Take the McClintic case, for example. This murderer's transfer from a maximum-security prison to an indigenous healing lodge got a lot of people talking two weeks ago. This is someone who ought to be serving her sentence in a maximum-security prison. In maximum-security prisons, each offender has their own cell. They eat, they sleep, they take classes if they so choose, and then they go back to their cells. They are protected because they are living in a maximum-security environment. However, for some incomprehensible reason, it was decided to send this person to a place with virtually no security.

From what I gather from Bill C-83, room 83 at the healing lodge, to use a random number, will be considered a maximum-security room. If I read between the lines, that is basically what the Liberals want to do. The end result will be a place surrounded by beautiful pine trees where room 83 is a maximum-security room.

Ms. McClintic will be in room 83, the maximum-security room.

Do they think we are idiots? Either they must be idiots or they think we are, to believe that would work. I hope that I am wrong and that what I am saying is false.
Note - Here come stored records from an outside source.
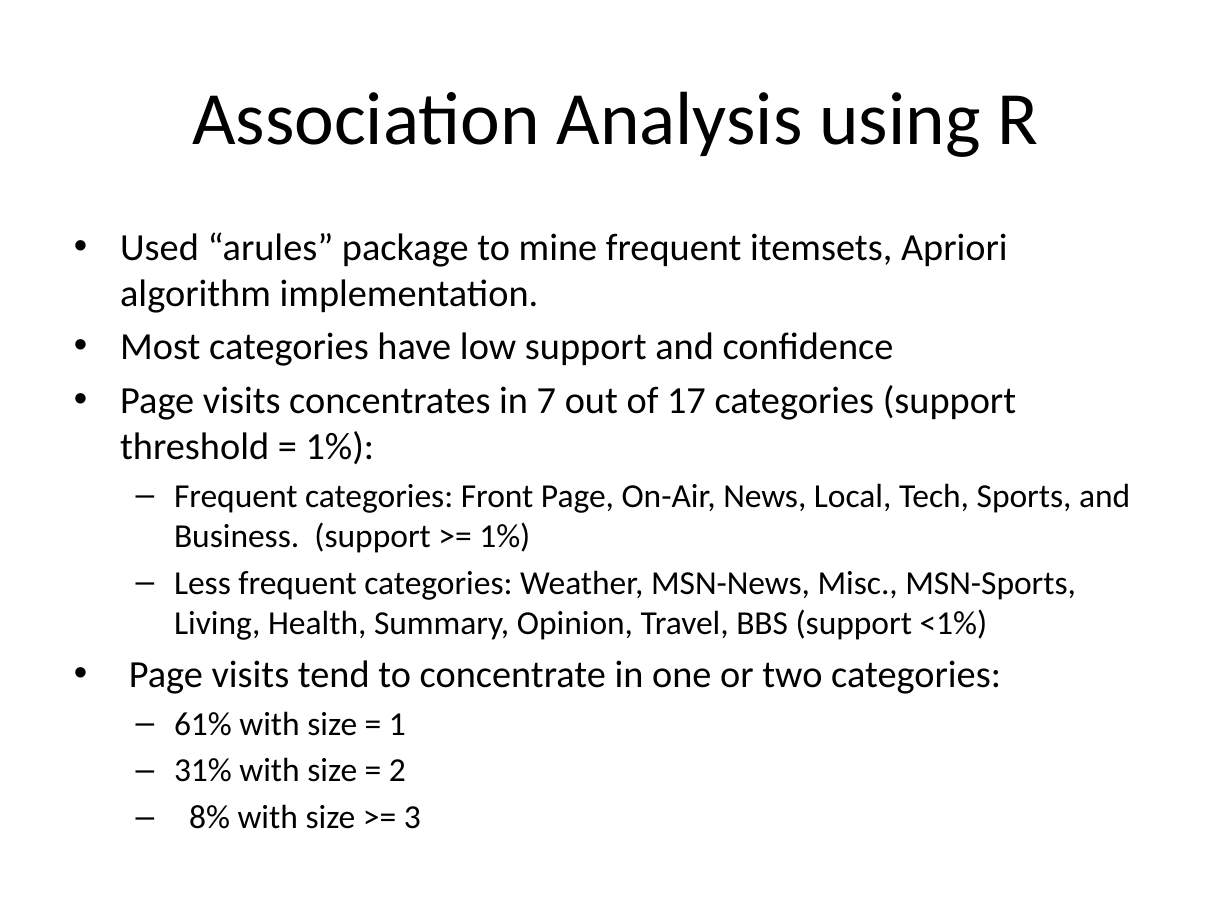
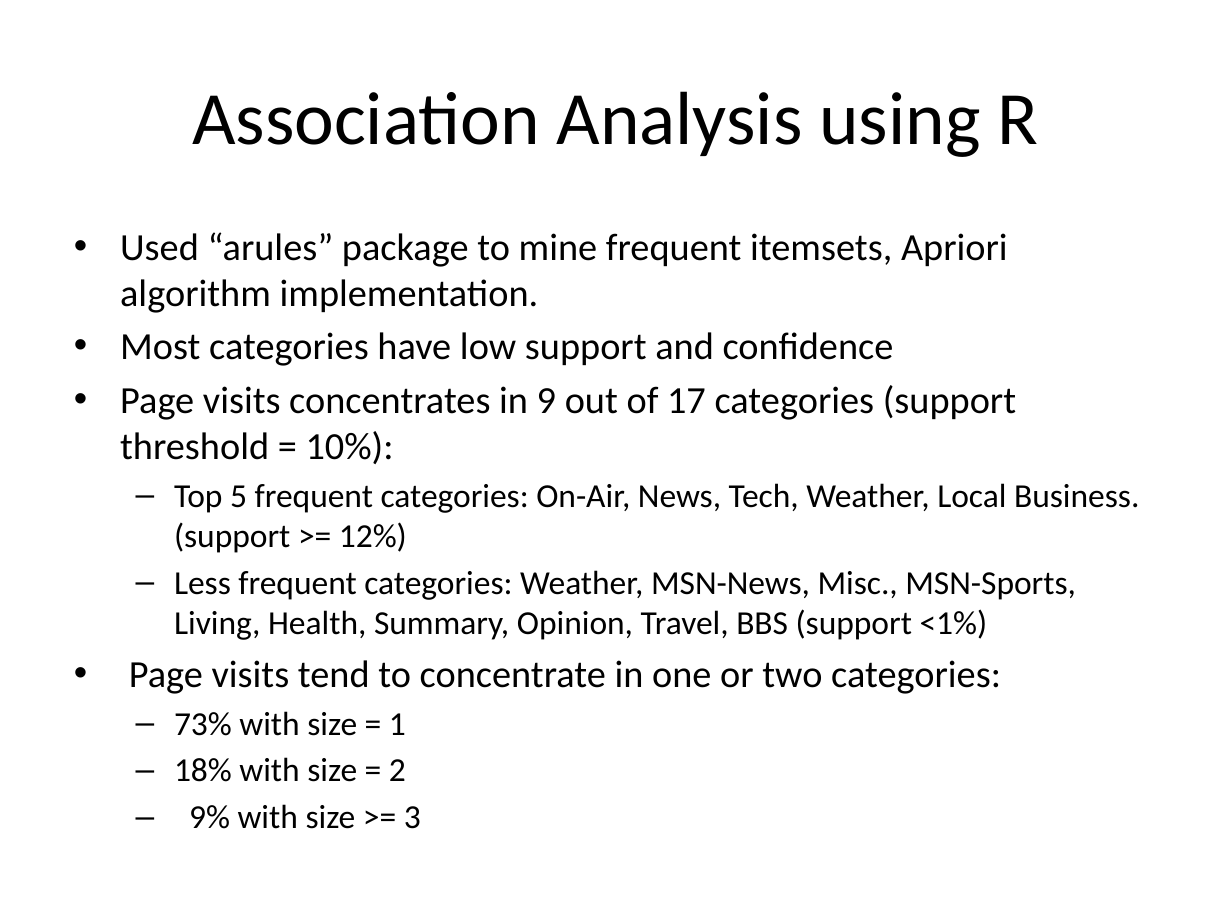
Before and after one commit to nhonaitran/datamining, a slide deck: slide 1 of R/Ai_Presentation.pptx. Drawn at 1232x924 pixels with LibreOffice and Linux fonts; fonts in the diff are those of the drawing. Boxes give left, top, right and bottom in pixels: in the first picture for what was removed or moved away, otherwise in the second. Text is boxed around its words. In the diff, an @@ line names an element or a change of style, - is before the commit and + after.

Commit message:
Included changes without front-page

```diff
--- a/R/Ai_Presentation.pptx
+++ b/R/Ai_Presentation.pptx
@@ text at (120,385,1139,553): text changed @@
-• Page visits concentrates in 7 out of 17 categories (support threshold = 1%):
-  – Frequent categories: Front Page, On-Air, News, Local, Tech, Sports, and Business. (support >= 1%)
+• Page visits concentrates in 9 out of 17 categories (support threshold = 10%):
+  – Top 5 frequent categories: On-Air, News, Tech, Weather, Local Business. (support >= 12%)
@@ text at (174,711,421,829): text changed @@
-  – 61% with size = 1
-  – 31% with size = 2
-  – 8% with size >= 3
+  – 73% with size = 1
+  – 18% with size = 2
+  – 9% with size >= 3
```
Also in this commit, not shown: 1 other slide changed, 6 slides added, 11 other files.

If what I am saying turns out to be the truth, then this government is really dangerous to Canadians' safety. It does not care what a maximum-security prison sentence means or what keeping Canadians safe means.

Then there are the victims. Let us put ourselves in the shoes of victims who are seeing the murderer who killed their father, mother, brother or sister end up in such conditions.
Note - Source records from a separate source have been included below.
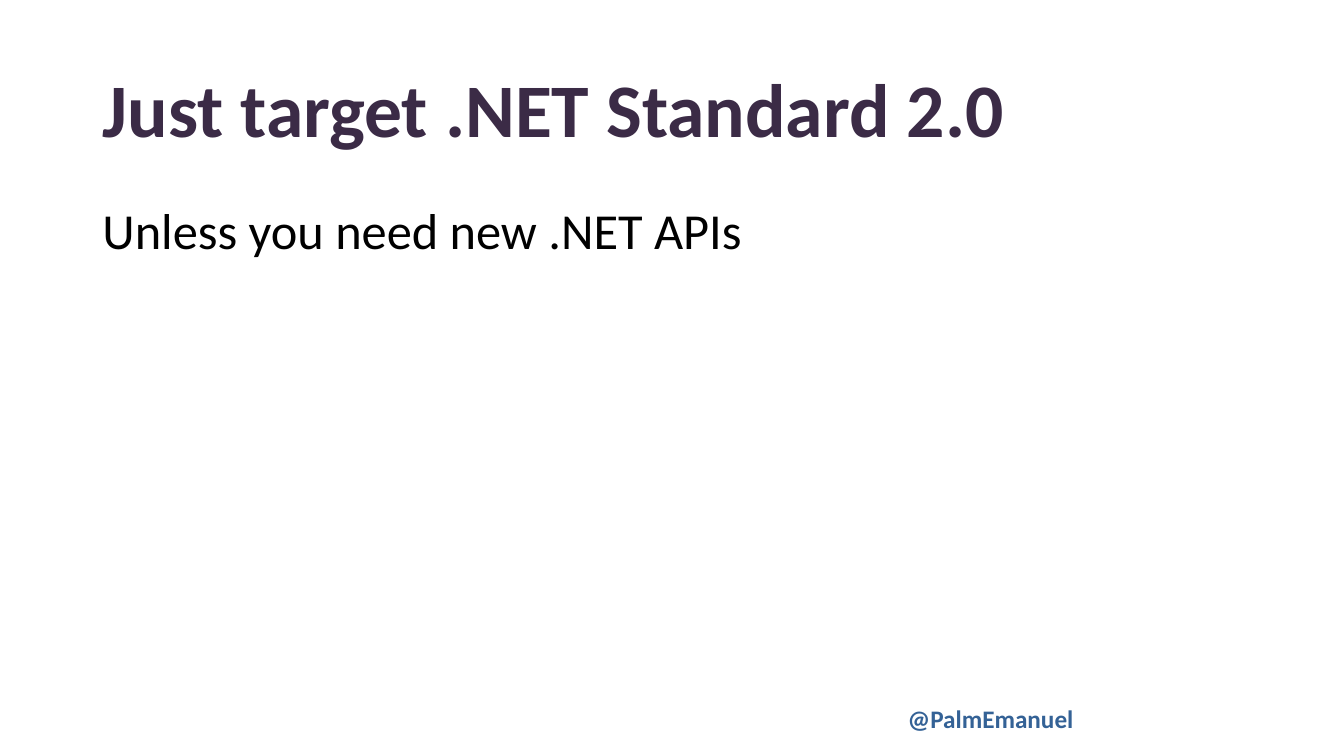
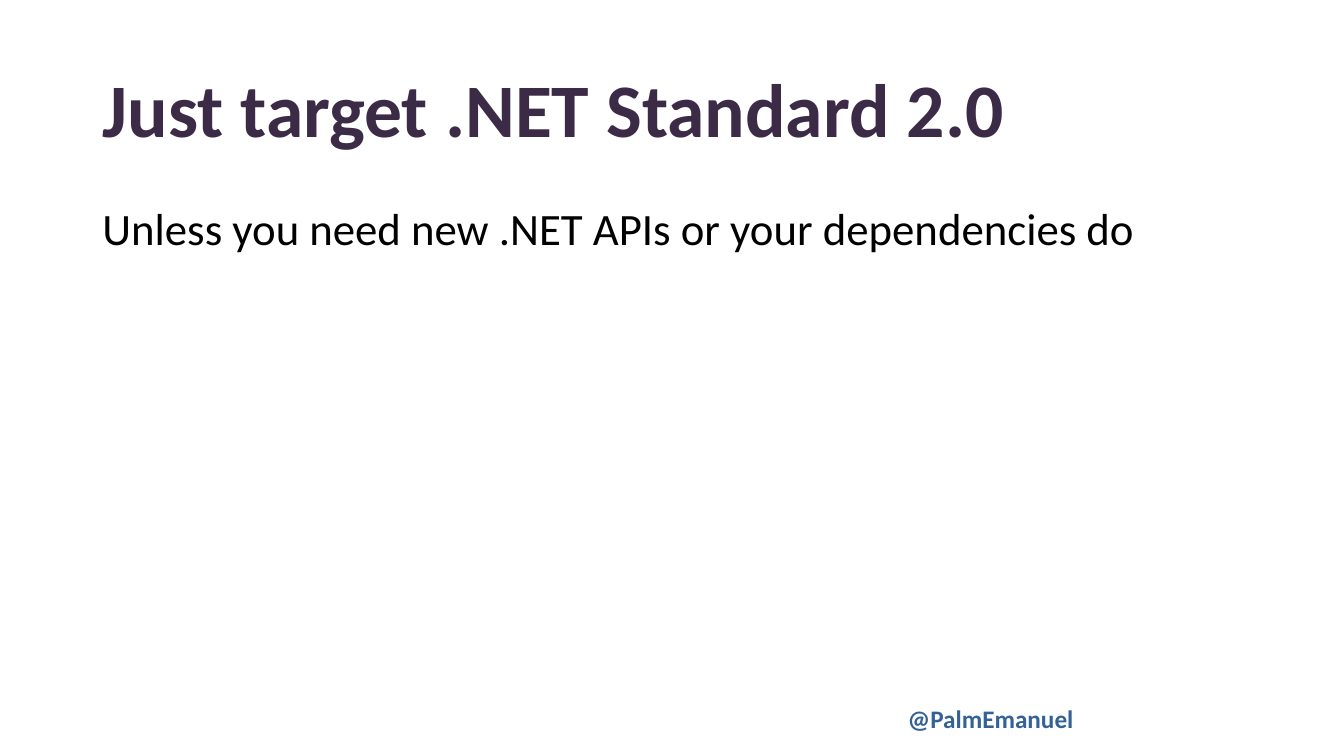
Before and after one commit to PalmEmanuel/PSConfEU, a slide deck: slide 16 of 2026/OpenSourceModulesInCSharp/PSCONFEU26_EmanuelPalm_OpenSourceModulesInCSharp.pptx. Drawn at 1344x756 pixels with LibreOffice and Linux fonts; fonts in the diff are those of the drawing; background and template pictures are left out. Boxes give left, top, right and bottom in pixels: in the first picture for what was removed or moved away, otherwise in the second. Text is boxed around its words. In the diff, an @@ line names an element or a change of style, - is before the commit and + after.

Commit message:
updated text on target framework slide

```diff
--- a/2026/OpenSourceModulesInCSharp/PSCONFEU26_EmanuelPalm_OpenSourceModulesInCSharp.pptx
+++ b/2026/OpenSourceModulesInCSharp/PSCONFEU26_EmanuelPalm_OpenSourceModulesInCSharp.pptx
@@ text at [102,214,1133,253]: text changed; size 36 to 32 pt @@
-Unless you need new .NET APIs
+Unless you need new .NET APIs or your dependencies do
```

What must they be thinking? They must be wondering what country we live in. What kind of country lets its worst citizens spend their sentence in such conditions by claiming room 83 is a maximum-security room? This is a serious problem.
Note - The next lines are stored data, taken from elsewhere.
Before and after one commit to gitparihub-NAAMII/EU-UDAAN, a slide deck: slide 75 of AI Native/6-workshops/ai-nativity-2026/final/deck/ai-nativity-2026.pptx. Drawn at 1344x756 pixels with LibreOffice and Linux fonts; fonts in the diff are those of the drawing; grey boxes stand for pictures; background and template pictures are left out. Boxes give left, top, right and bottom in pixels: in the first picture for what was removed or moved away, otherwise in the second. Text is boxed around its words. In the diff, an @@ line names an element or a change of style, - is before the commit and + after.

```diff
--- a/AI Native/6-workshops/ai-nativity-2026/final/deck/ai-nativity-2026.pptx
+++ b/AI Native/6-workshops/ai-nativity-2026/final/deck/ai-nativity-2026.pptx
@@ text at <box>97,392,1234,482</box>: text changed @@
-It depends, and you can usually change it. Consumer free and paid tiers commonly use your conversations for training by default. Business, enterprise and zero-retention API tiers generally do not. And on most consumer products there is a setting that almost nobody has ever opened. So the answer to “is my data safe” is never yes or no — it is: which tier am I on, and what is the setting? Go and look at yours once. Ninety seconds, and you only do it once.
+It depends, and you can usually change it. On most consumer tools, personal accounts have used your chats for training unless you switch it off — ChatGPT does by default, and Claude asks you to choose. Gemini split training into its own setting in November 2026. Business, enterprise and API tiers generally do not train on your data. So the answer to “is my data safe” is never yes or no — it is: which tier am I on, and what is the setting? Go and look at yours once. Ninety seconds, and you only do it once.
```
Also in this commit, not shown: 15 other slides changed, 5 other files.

I could go on about this for two hours, but I think that Canadians know that this government is not serious and that it puts Canadians' safety at risk. If this keeps up, things are bound to get worse. Otherwise, then the government should prove it by taking rational measures that are consistent with the Charter of Rights and Freedoms. Prisoners have rights, of course, but it is all in the way things are done. This approach is not in line with what we as Conservatives consider to be effective management of a penitentiary.

On that note, I move, seconded by the hon. member for Cariboo—Prince George:

That the motion be amended by deleting all the words after the word “That” and substituting the following: “the House decline to give second reading to Bill C-83, An Act to amend the Corrections and Conditional Release Act and another Act, since the Bill prioritizes the rights of Canada's most violent and dangerous criminals over safety and victims' rights by eliminating the use of solitary confinement, a common measure many Western countries take to protect guards from dangerous and volatile prisoners, and since the principle of the Bill fails to end the practice of allowing child killers, like Terri-Lynn McClintic, to be transferred to healing lodges instead of being kept behind bars.”